* WHAT THE TASK ASKS *
The answer must be a single number: the count of lines in the data below that hold the word "authorizer".

* RECORDS TO USE *
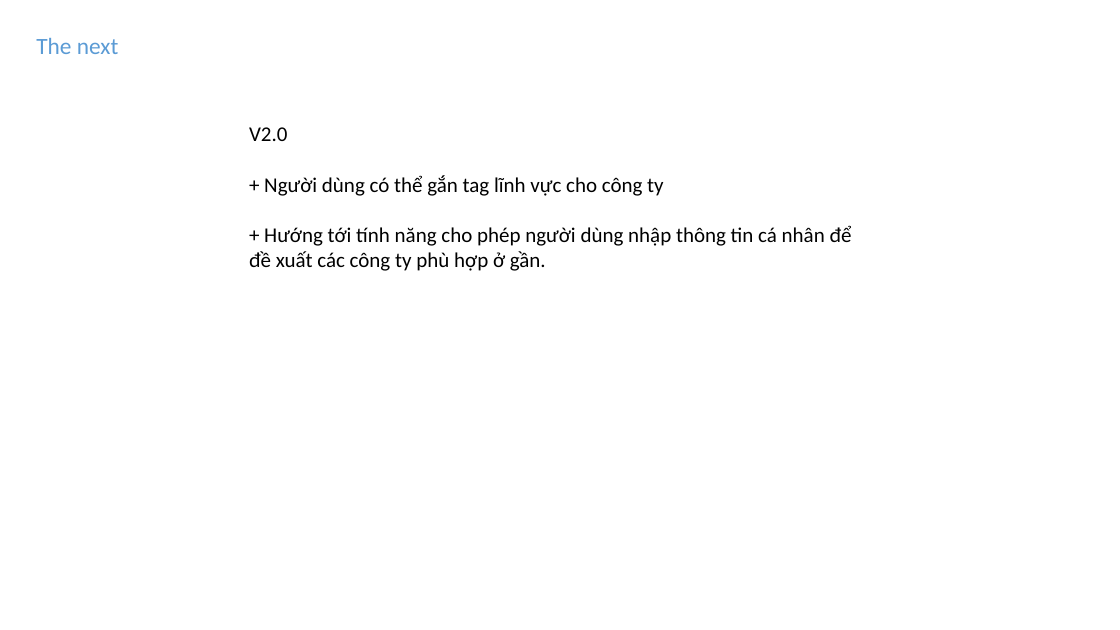
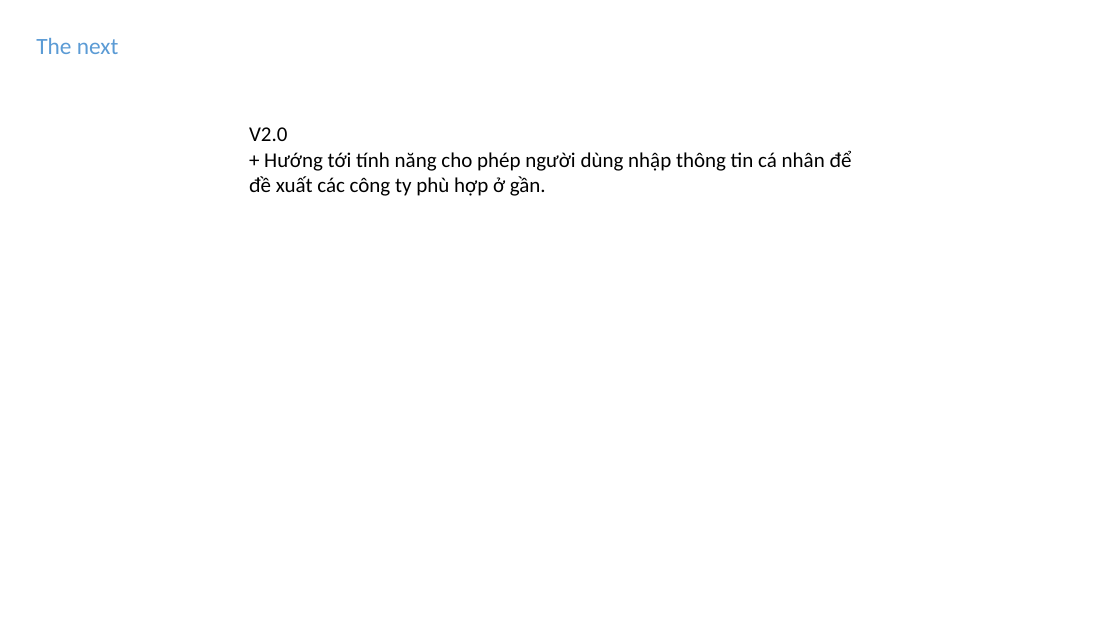
Before and after one commit to kimmanhcuong96/around-work-docs, a slide deck: slide 8 of Plain-plan.pptx (slide 6 before the commit). Drawn at 1120x630 pixels with LibreOffice and Linux fonts; fonts in the diff are those of the drawing. Boxes give left, top, right and bottom in pixels: in the first picture for what was removed or moved away, otherwise in the second. Text is boxed around its words. In the diff, an @@ line names an element or a change of style, - is before the commit and + after.

```diff
--- a/Plain-plan.pptx
+++ b/Plain-plan.pptx
@@ text at bbox=[264, 175, 664, 196]: paragraph removed @@
-+ Người dùng có thể gắn tag lĩnh vực cho công ty
```
Also in this commit, not shown: 3 other slides changed, 2 slides added.
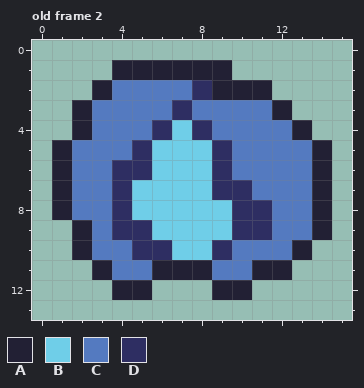
Pixel-art file: external/aseprite/plant/blue.aseprite. The first picture shows the starting point.
16x14 pixels, 2 frames. Shown: old frame 2. The commit also changed other frames, which this record leaves out.
Palette (. is transparent): A #222034  B #6fcee8  C #547ac0  D #2e2e62
Pixels before, old frame 2, first column x 1:
 1 ...AAAAAA.....
 2 ..ACCCCDAAA...
 3 .ACCCCDCCCCA..
 4 .ACCCDBDCCCCA.
 5 ACCCDBBBDCCCCA
 6 ACCDDBBBDCCCCA
 7 ACCDBBBBDDCCCA
 8 ACCDBBBBBDDCCA
 9 .ACDDBBBBDDCCA
10 .ACCDDBBDCCCA.
11 ..ACCAAACCAA..
12 ...AA...AA....
The result:
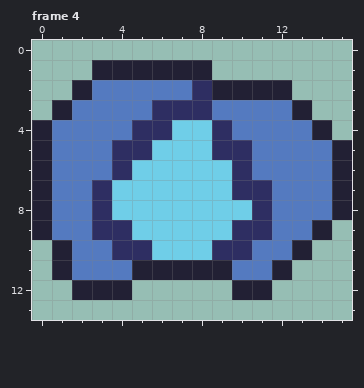
A new or re-ordered frame is compared with the old frame closest to it.
The commit says: Add polish to Big Blue animations
Diff:
frames 2 -> 5
Frame 4 is new; against old frame 2, layer "Layer 1":
The author put colour A in row 1 at x 3; in row 2 at x 2 and 12; in row 3 at x 1 and 13; in row 4 at x 0 and 14; in rows 5 to 8 at x 0 and 15; in row 9 at x 0.
The author put colour A in rows 10 to 11 at x 1; in row 12 at x 2 to 3 and 11.
Colour C becomes colour A in row 11 at x 5 and 9.
Colour D becomes colour B in row 4 at x 8; in row 6 at x 5 and 9; in row 7 at x 4 and 9; in row 8 at x 4 and 10; in row 9 at x 5; in row 10 at x 6.
The author put colour C in row 4 at x 1; in row 9 at x 1; in row 11 at x 2.
Colour A becomes colour C in row 2 at x 3; in row 3 at x 2 and 12; in row 4 at x 2 and 13; in rows 5 to 8 at x 1 and 14; in rows 9 to 10 at x 2; in row 11 at x 3 and 11.
Colour C becomes colour D in row 3 at x 6 and 8; in row 4 at x 5 and 9; in row 5 at x 4 and 10; in row 6 at x 10; in row 7 at x 3 and 11; in rows 8 to 9 at x 3.
Colour C becomes colour D in row 10 at x 4 and 10.
Colour A is gone in row 1 at x 9; in row 12 at x 5 and 9.
Pixel boxes of the changes (left, top, right, bottom) in both pictures:
changed: (32, 60, 352, 300)
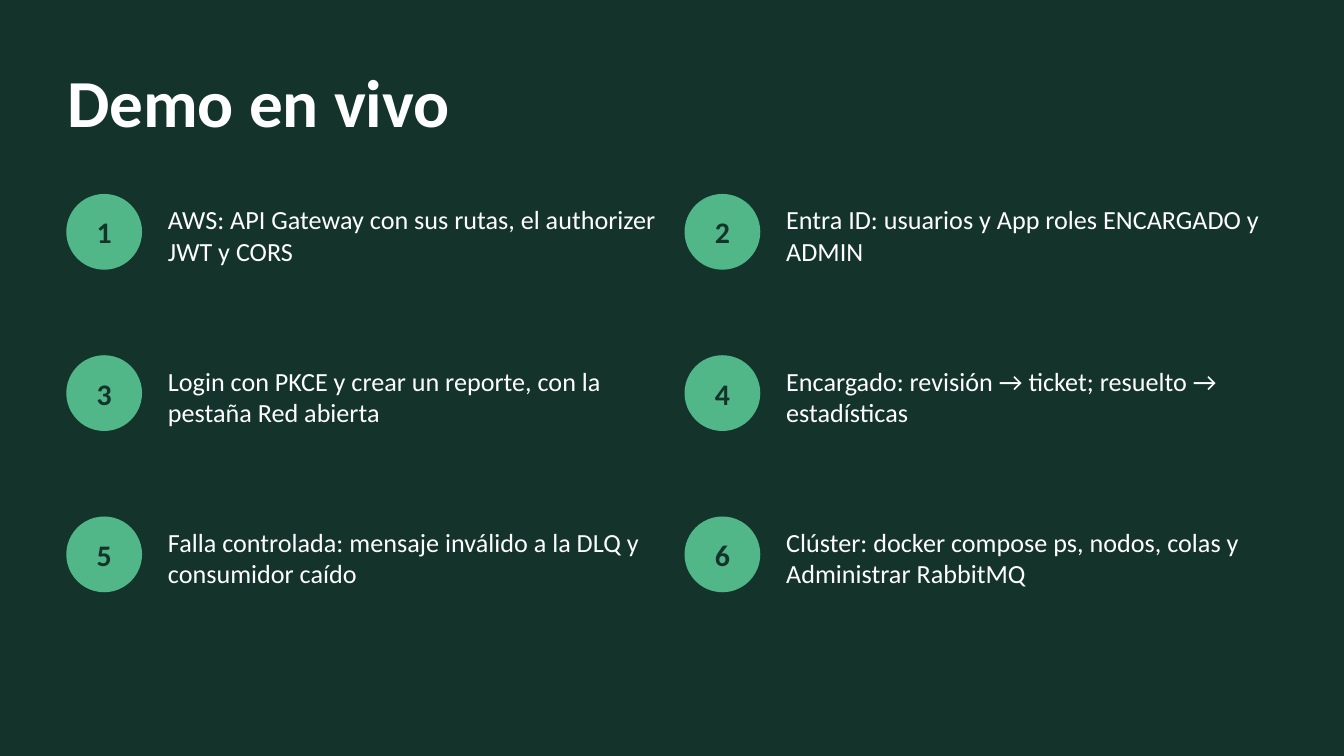
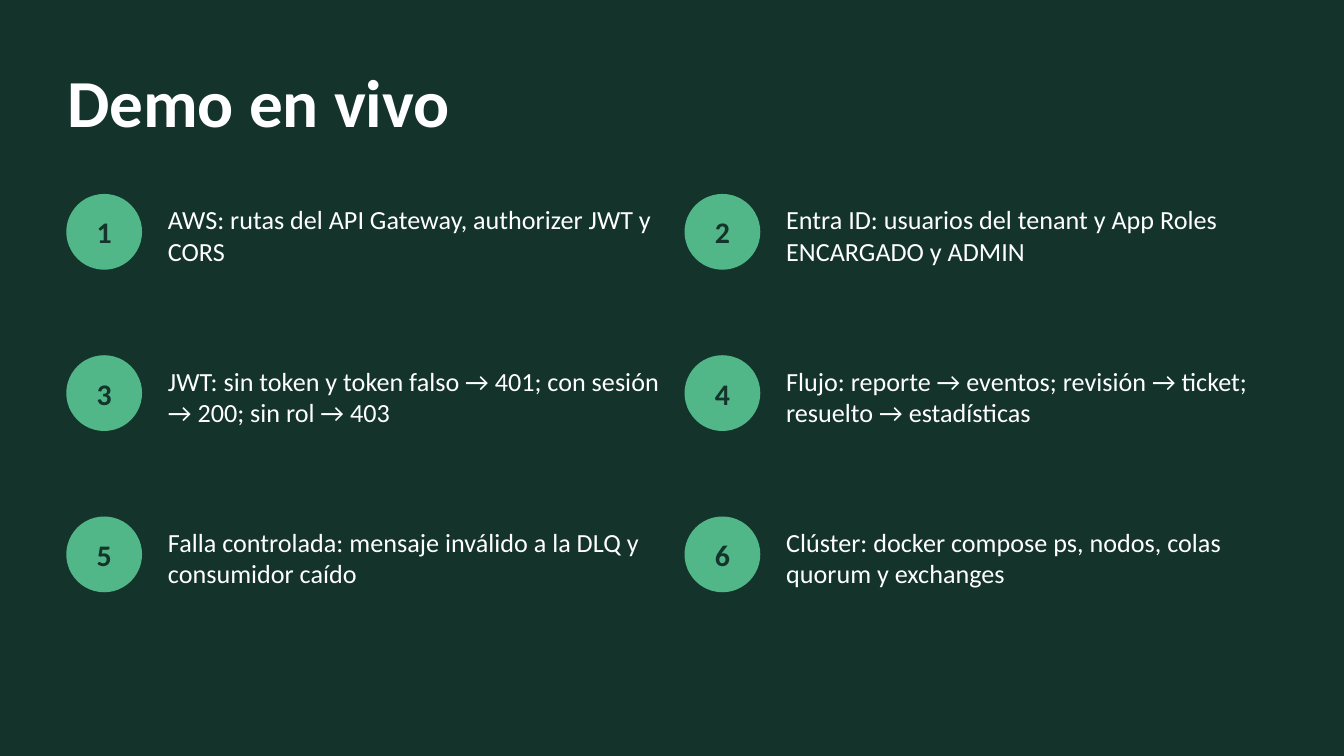
Before and after one commit to jhonnylarry/dsy1107-ep1-ecopunto, a slide deck: slide 10 of docs/presentacion/EcoPunto-EP4.pptx (slide 13 before the commit). Drawn at 1344x756 pixels with LibreOffice and Linux fonts; fonts in the diff are those of the drawing. Boxes give left, top, right and bottom in pixels: in the first picture for what was removed or moved away, otherwise in the second. Text is boxed around its words. In the diff, an @@ line names an element or a change of style, - is before the commit and + after.

Commit message:
docs: reordena la presentación EP4 y actualiza el guion
- Nueva diapositiva de arquitectura y despliegue en AWS con la topología
- Se quitan las diapositivas de evidencia y de despliegue (la evidencia está en docs/evidencia)
- Demo con la validación del JWT en el API Gateway (401, 200 y 403)
- Guion con enfoque en justificar decisiones y notas del orador actualizadas

```diff
--- a/docs/presentacion/EcoPunto-EP4.pptx
+++ b/docs/presentacion/EcoPunto-EP4.pptx
@@ text at (168, 211, 651, 261): text changed @@
-AWS: API Gateway con sus rutas, el authorizer JWT y CORS
+AWS: rutas del API Gateway, authorizer JWT y CORS
@@ text at (786, 211, 1217, 266): text changed @@
-Entra ID: usuarios y App roles ENCARGADO y ADMIN
+Entra ID: usuarios del tenant y App Roles ENCARGADO y ADMIN
@@ text at (168, 373, 659, 425): text changed @@
-Login con PKCE y crear un reporte, con la pestaña Red abierta
+JWT: sin token y token falso → 401; con sesión → 200; sin rol → 403
@@ text at (786, 373, 1247, 422): text changed @@
-Encargado: revisión → ticket; resuelto → estadísticas
+Flujo: reporte → eventos; revisión → ticket; resuelto → estadísticas
@@ text at (786, 534, 1220, 588): text changed @@
-Clúster: docker compose ps, nodos, colas y Administrar RabbitMQ
+Clúster: docker compose ps, nodos, colas quorum y exchanges
```
Also in this commit, not shown: 1 other slide changed, 3 slides removed, 1 other file.

* YOUR RESPONSE *
2